In a possible scenario, the RAN node may be a base station (base station), an evolved NodeB (eNodeB), an access point (access point, AP), a transmission reception point (transmission reception point, TRP), a next generation NodeB (gNB), a next generation base station in a 6th generation (6G) mobile communication system, a base station in a future mobile communication system, an access node in a Wi-Fi system, or the like. The RAN node may be a macro base station (for example, 110a in FIG. 3), a micro base station or an indoor station (for example, 110b in FIG. 3), a relay node or a donor node, or a radio controller in a CRAN scenario. Optionally, the RAN node may alternatively be a server, a wearable device, a vehicle, a vehicle-mounted device, or the like. For example, an access network device in a vehicle to everything (V2X) technology may be a roadside unit (RSU).

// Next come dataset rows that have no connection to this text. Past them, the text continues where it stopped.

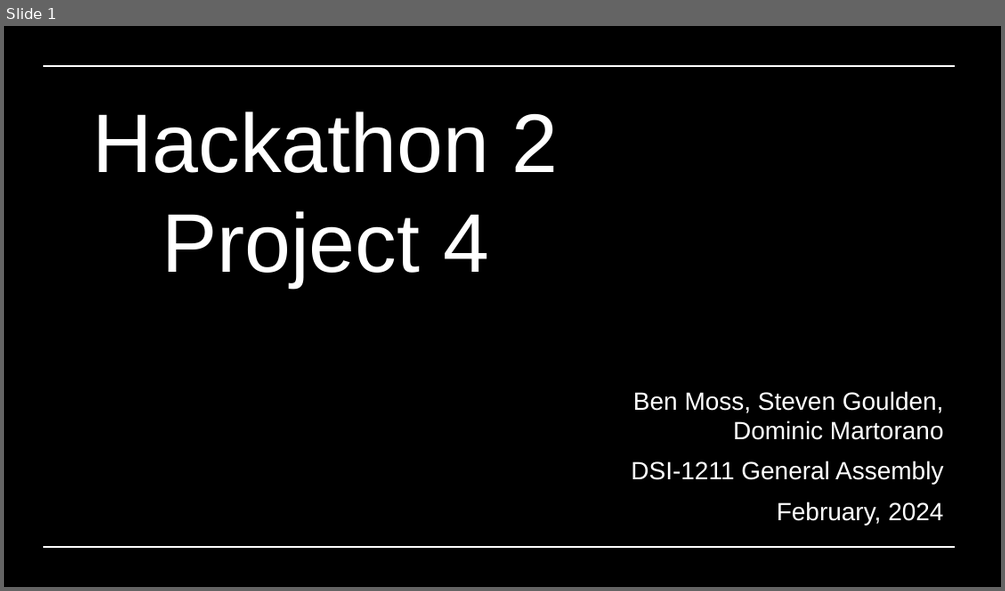
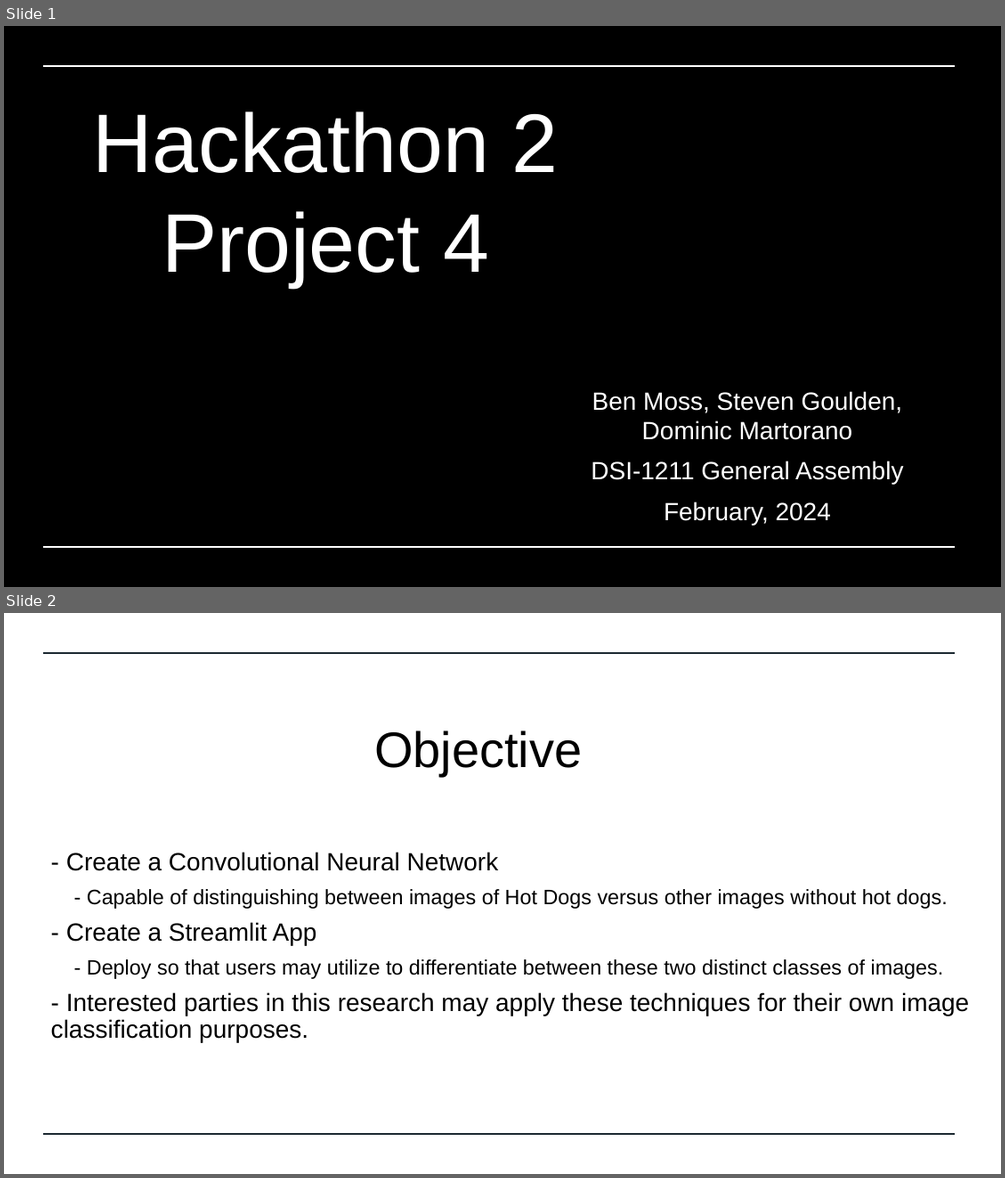
Before and after one commit to dmartorano/hotdog_cnn_classification, a slide deck: Hackathon_2_Presentation.pptx. Shown one above the other, each under a label of ours: slide 1 before the commit, slides 1 and 2 after it. The pictures are 1005x591 and 1005x1178 pixels, drawn with LibreOffice and Linux fonts; fonts in the diff are those of the drawing; background and template pictures are left out; a plain dark background stands for a picture behind light text. Boxes give left, top, right and bottom in pixels: in the first picture for what was removed or moved away, otherwise in the second. Text is boxed around its words. In the diff, an @@ line names an element or a change of style, - is before the commit and + after.

Commit message:
objective added

```diff
--- a/Hackathon_2_Presentation.pptx
+++ b/Hackathon_2_Presentation.pptx
@@ slide 2 added at (4, 613, 1001, 1174), background #FFFFFF @@
@@ line added from (44, 653) to (955, 653), #1B2830 2.25 pt @@
@@ title added at (374, 730, 582, 776), 48 pt, text #000000 @@
+Objective
@@ text added at (51, 852, 969, 1042), 20 pt, text #000000 @@
+- Create a Convolutional Neural Network
+- Capable of distinguishing between images of Hot Dogs versus other images without hot dogs.
+- Create a Streamlit App
+- Deploy so that users may utilize to differentiate between these two distinct classes of images.
+- Interested parties in this research may apply these techniques for their own image classification purposes.
@@ line added from (44, 1134) to (955, 1134), #1B2830 2.25 pt @@
@@ slide 1 changed as well @@
@@ subtitle "Ben Moss, Steven Goulden, Dominic ..." at (591, 391, 903, 524): alignment right to centre @@
```
Also in this commit, not shown: 5 other slides added.

In another possible scenario, the plurality of RAN nodes coordinate to assist the terminal in implementing radio access, and different RAN nodes respectively implement some functions of a base station. For example, the RAN node may be a central unit (CU), a DU, a CU-control plane (CP), a CU-user plane (UP), an RU, or the like. The CU and the DU may be separately disposed, or may be included in a same network element, for example, a baseband unit (baseband unit, BBU). The RU may be included in a radio frequency device or a radio frequency unit, for example, included in a remote radio unit (RRU), an active antenna unit (AAU), or a remote radio head (RRH).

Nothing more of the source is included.